RECORDS FOR THIS TASK START

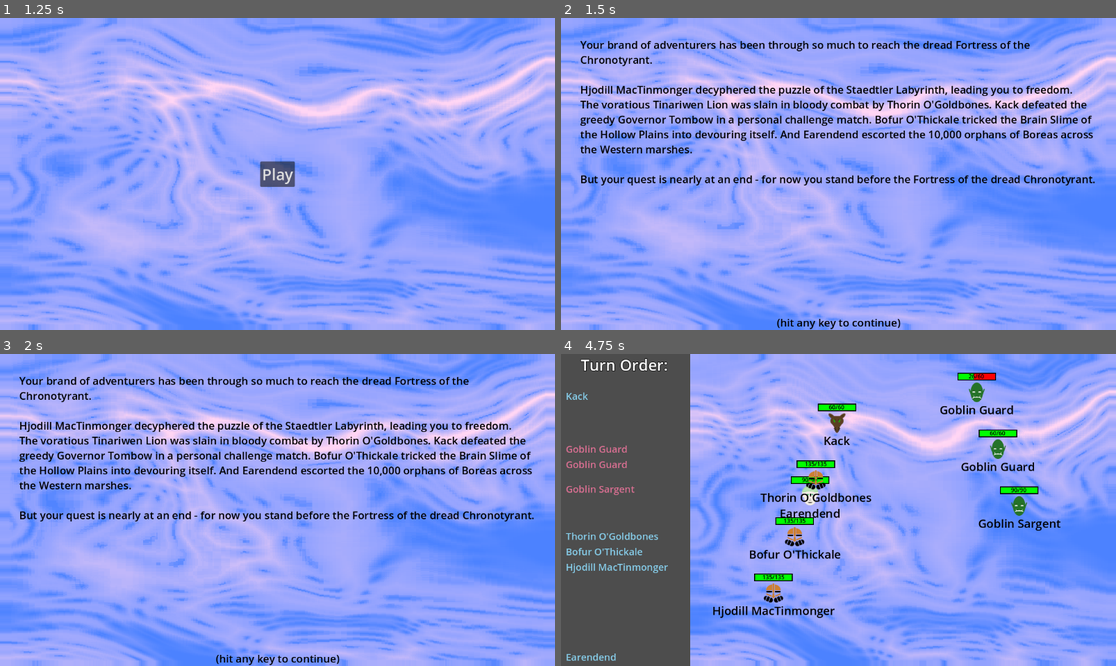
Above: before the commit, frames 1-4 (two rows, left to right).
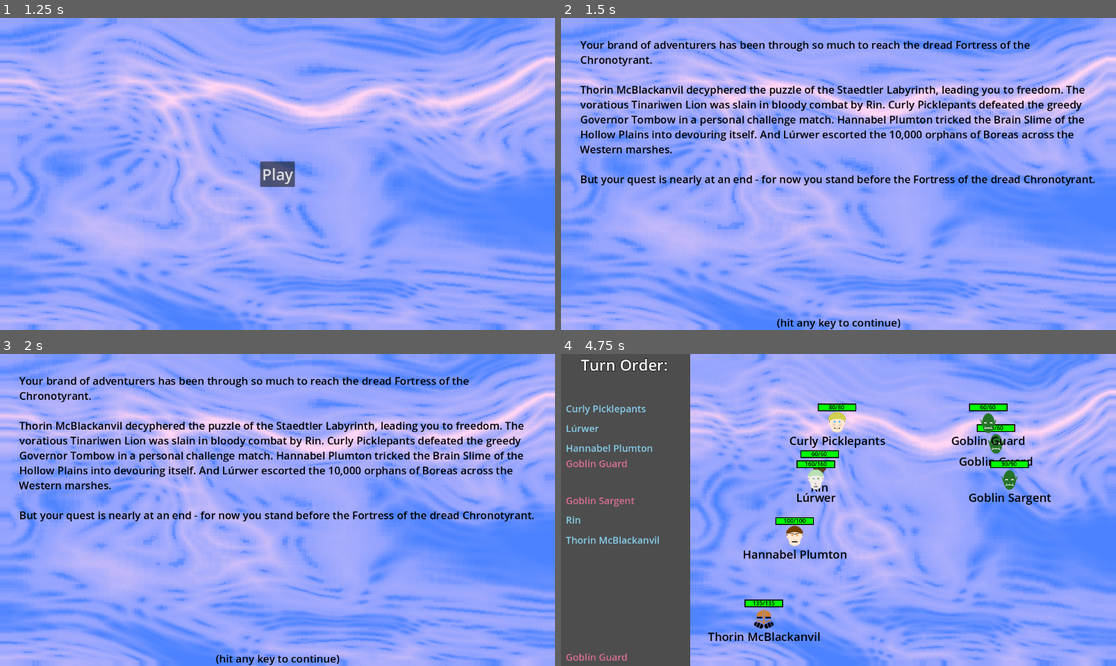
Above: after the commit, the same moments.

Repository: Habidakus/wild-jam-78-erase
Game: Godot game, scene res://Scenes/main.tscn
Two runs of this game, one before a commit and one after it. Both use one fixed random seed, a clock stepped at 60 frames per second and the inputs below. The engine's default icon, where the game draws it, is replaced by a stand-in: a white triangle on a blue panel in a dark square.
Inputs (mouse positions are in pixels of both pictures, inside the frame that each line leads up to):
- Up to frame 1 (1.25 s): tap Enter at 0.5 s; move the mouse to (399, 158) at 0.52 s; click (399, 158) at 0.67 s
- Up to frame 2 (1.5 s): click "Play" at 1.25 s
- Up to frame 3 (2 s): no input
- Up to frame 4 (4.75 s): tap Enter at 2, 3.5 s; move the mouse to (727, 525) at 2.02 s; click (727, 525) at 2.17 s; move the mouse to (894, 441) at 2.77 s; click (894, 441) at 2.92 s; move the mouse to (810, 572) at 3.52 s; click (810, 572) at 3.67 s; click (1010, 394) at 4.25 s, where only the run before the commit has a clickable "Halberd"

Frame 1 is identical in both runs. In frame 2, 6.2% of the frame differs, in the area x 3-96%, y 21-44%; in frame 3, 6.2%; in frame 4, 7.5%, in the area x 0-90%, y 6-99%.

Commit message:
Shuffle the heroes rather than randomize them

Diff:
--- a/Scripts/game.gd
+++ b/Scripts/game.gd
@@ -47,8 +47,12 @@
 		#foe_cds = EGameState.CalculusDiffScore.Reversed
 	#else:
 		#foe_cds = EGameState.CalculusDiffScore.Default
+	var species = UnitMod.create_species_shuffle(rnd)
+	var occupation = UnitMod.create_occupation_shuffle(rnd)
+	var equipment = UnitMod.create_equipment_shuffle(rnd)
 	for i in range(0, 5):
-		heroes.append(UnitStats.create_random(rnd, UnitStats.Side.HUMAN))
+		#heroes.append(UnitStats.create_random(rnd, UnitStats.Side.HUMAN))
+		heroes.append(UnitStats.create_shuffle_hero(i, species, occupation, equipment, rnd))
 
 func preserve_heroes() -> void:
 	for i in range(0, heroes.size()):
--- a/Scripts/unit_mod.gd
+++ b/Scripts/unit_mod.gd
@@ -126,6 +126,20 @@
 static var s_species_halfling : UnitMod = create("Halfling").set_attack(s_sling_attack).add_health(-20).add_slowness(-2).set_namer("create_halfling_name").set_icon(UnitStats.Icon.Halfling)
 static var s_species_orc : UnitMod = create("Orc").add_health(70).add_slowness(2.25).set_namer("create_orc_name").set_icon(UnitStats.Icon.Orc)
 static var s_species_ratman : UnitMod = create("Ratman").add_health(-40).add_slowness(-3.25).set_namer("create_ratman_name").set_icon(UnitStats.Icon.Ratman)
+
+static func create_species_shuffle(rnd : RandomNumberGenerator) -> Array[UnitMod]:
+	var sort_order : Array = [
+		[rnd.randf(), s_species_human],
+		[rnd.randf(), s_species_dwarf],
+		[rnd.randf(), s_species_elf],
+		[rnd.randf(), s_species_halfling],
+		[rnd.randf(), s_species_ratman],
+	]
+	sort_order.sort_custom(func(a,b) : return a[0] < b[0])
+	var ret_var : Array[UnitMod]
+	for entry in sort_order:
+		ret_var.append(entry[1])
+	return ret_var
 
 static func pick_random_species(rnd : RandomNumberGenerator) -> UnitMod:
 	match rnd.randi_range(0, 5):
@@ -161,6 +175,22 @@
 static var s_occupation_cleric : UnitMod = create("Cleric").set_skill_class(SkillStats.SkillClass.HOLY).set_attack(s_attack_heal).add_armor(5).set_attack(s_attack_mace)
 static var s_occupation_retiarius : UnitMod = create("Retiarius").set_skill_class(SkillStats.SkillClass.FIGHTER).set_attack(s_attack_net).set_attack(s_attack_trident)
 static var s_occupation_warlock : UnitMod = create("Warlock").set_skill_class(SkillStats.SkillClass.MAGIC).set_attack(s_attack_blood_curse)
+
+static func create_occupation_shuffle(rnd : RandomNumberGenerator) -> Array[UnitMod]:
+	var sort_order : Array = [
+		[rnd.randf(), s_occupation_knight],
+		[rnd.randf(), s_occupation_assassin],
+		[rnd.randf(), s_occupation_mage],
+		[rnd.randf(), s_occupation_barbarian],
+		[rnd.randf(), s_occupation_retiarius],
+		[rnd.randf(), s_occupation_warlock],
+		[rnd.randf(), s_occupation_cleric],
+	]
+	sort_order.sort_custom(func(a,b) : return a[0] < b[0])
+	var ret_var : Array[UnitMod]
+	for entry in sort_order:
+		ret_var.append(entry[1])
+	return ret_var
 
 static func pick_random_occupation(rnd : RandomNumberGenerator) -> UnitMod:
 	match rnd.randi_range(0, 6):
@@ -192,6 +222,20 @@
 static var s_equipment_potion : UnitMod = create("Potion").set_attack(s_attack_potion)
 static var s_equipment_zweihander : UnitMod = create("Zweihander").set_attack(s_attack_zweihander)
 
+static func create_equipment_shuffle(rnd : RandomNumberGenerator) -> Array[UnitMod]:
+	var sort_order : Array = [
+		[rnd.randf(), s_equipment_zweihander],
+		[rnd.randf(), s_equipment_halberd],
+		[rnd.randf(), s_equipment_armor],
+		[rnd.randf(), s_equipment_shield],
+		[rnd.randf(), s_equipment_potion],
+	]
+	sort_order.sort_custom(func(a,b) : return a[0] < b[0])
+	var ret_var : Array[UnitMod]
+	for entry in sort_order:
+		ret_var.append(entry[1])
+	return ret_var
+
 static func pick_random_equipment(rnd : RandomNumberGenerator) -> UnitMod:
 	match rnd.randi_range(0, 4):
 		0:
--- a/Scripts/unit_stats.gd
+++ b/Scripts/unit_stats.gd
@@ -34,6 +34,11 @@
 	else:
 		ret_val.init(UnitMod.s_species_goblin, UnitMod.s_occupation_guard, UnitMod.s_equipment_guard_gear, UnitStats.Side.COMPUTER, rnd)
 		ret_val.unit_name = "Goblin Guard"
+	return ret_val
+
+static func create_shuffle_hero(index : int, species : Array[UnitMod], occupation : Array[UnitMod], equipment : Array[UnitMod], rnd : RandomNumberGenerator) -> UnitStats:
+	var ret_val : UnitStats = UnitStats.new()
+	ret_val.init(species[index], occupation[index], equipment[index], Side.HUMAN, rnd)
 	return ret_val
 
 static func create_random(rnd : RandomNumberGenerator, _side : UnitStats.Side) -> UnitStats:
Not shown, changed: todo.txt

RECORDS FOR THIS TASK END
RECORDS FOR THIS TASK START

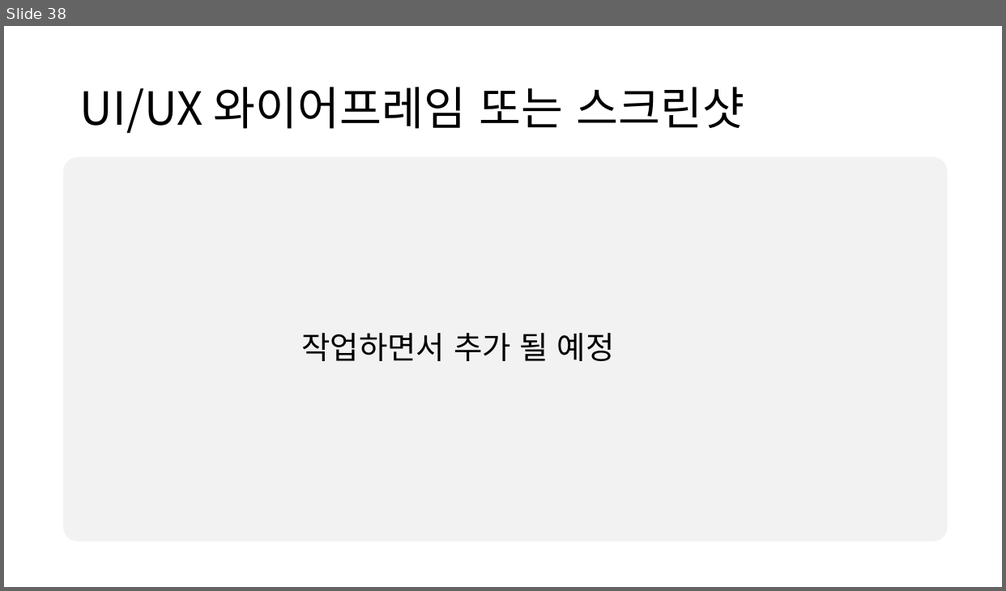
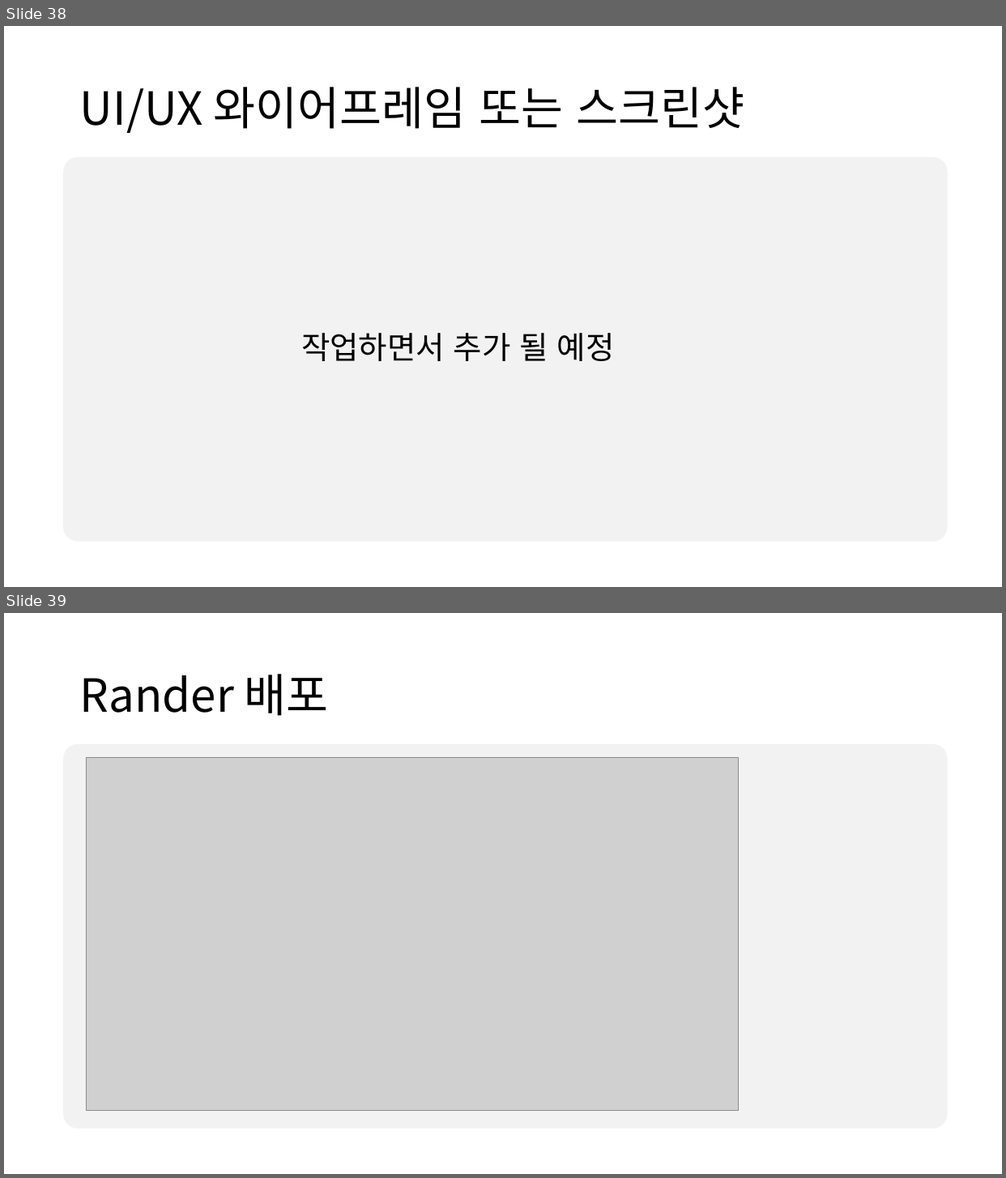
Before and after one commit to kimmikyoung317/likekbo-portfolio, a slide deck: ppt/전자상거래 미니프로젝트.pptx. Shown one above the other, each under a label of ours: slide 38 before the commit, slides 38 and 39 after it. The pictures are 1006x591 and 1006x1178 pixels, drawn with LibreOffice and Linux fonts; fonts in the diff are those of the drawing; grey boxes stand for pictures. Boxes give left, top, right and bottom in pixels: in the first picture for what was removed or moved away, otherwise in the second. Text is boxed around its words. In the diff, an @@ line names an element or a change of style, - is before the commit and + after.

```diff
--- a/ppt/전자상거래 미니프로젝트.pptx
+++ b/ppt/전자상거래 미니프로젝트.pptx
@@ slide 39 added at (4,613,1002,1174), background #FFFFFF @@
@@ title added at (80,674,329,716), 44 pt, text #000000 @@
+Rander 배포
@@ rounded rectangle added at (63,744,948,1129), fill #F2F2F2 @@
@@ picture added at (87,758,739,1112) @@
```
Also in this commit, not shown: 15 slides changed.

RECORDS FOR THIS TASK END
RECORDS FOR THIS TASK START

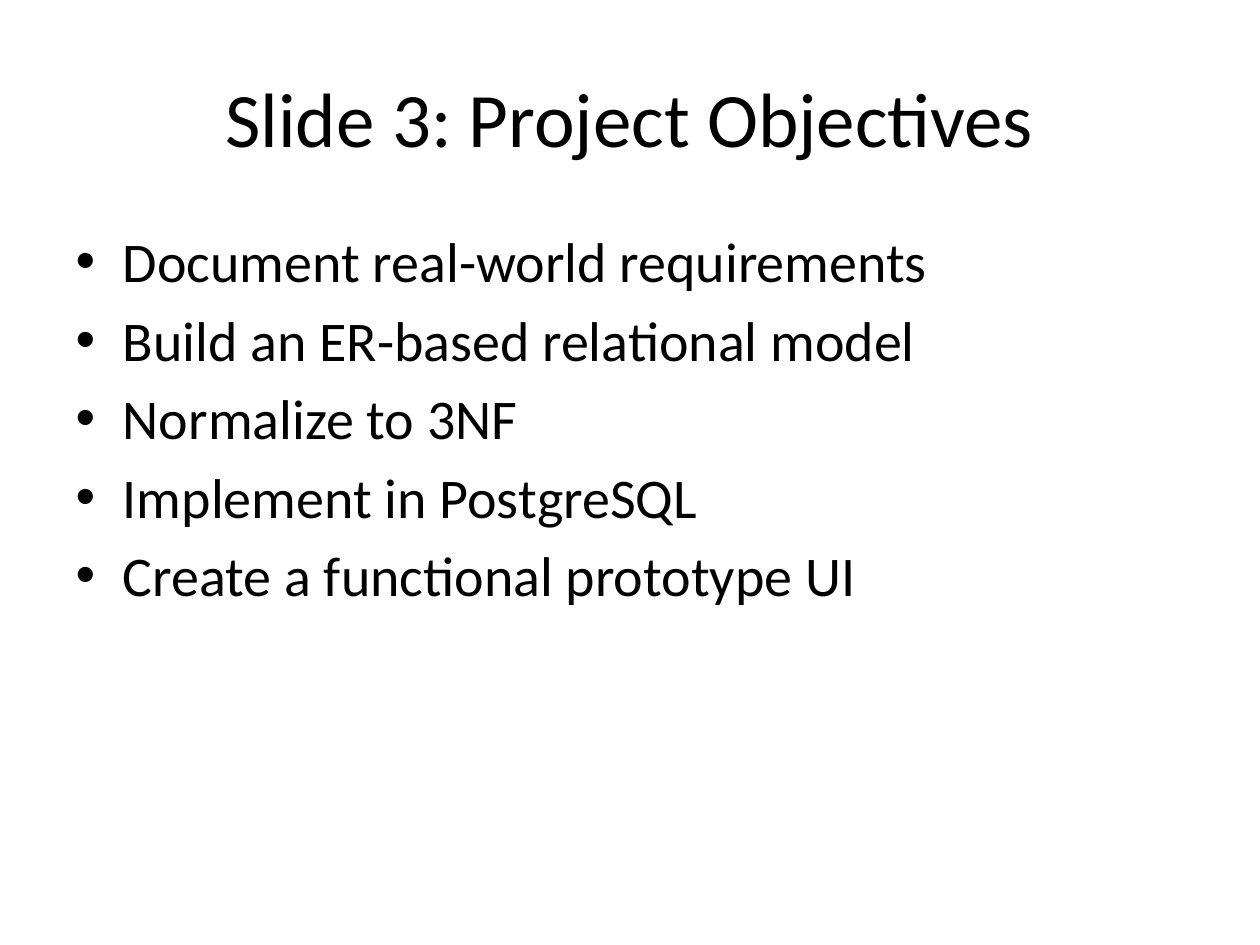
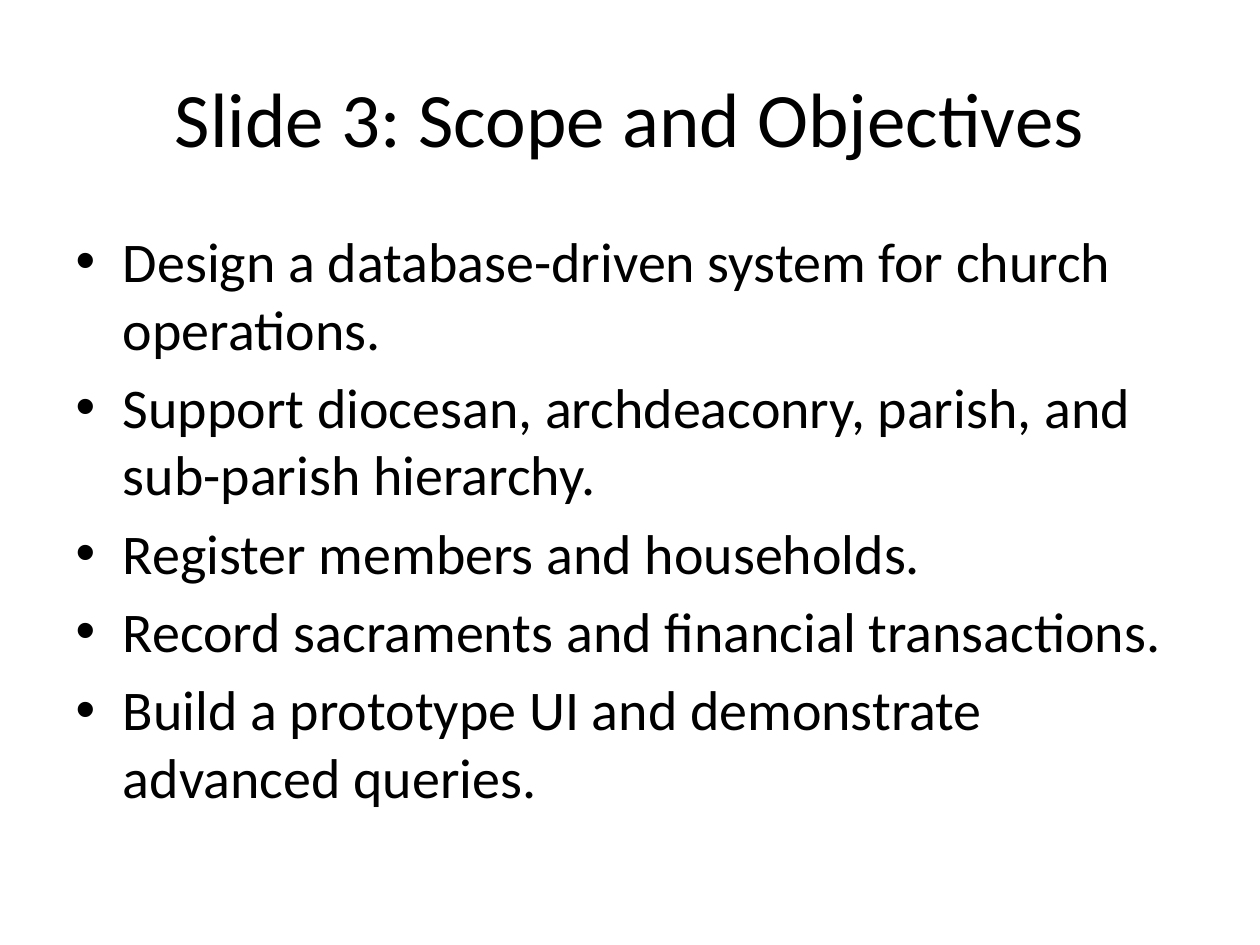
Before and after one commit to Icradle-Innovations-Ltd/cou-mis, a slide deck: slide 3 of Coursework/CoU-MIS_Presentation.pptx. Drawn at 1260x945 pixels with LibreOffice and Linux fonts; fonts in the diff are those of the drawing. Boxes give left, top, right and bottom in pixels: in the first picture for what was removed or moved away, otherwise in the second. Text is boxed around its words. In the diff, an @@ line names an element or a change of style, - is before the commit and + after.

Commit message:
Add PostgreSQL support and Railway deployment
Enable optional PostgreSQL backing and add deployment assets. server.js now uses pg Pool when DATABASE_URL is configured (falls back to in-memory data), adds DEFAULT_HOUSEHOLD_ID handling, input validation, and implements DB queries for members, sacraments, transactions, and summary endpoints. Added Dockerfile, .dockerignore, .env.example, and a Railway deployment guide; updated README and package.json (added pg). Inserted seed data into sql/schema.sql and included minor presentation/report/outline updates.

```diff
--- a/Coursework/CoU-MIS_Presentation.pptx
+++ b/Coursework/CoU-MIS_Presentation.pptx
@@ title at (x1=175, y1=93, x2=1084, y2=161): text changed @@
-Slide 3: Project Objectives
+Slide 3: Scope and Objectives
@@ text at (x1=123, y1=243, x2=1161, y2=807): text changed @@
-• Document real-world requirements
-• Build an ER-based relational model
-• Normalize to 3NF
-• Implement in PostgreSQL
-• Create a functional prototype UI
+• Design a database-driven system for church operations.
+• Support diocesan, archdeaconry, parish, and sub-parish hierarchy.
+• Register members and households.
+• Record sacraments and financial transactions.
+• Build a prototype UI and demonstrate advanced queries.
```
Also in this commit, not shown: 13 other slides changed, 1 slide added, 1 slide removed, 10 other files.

RECORDS FOR THIS TASK END

PROBLEM DESCRIPTION – Please transcribe only the lines in the records above running from the line that has "static var s_species_halfling" through the line that has "static var s_species_orc", both included, exactly as they appear.

PROBLEM SOLUTION –
 static var s_species_halfling : UnitMod = create("Halfling").set_attack(s_sling_attack).add_health(-20).add_slowness(-2).set_namer("create_halfling_name").set_icon(UnitStats.Icon.Halfling)
 static var s_species_orc : UnitMod = create("Orc").add_health(70).add_slowness(2.25).set_namer("create_orc_name").set_icon(UnitStats.Icon.Orc)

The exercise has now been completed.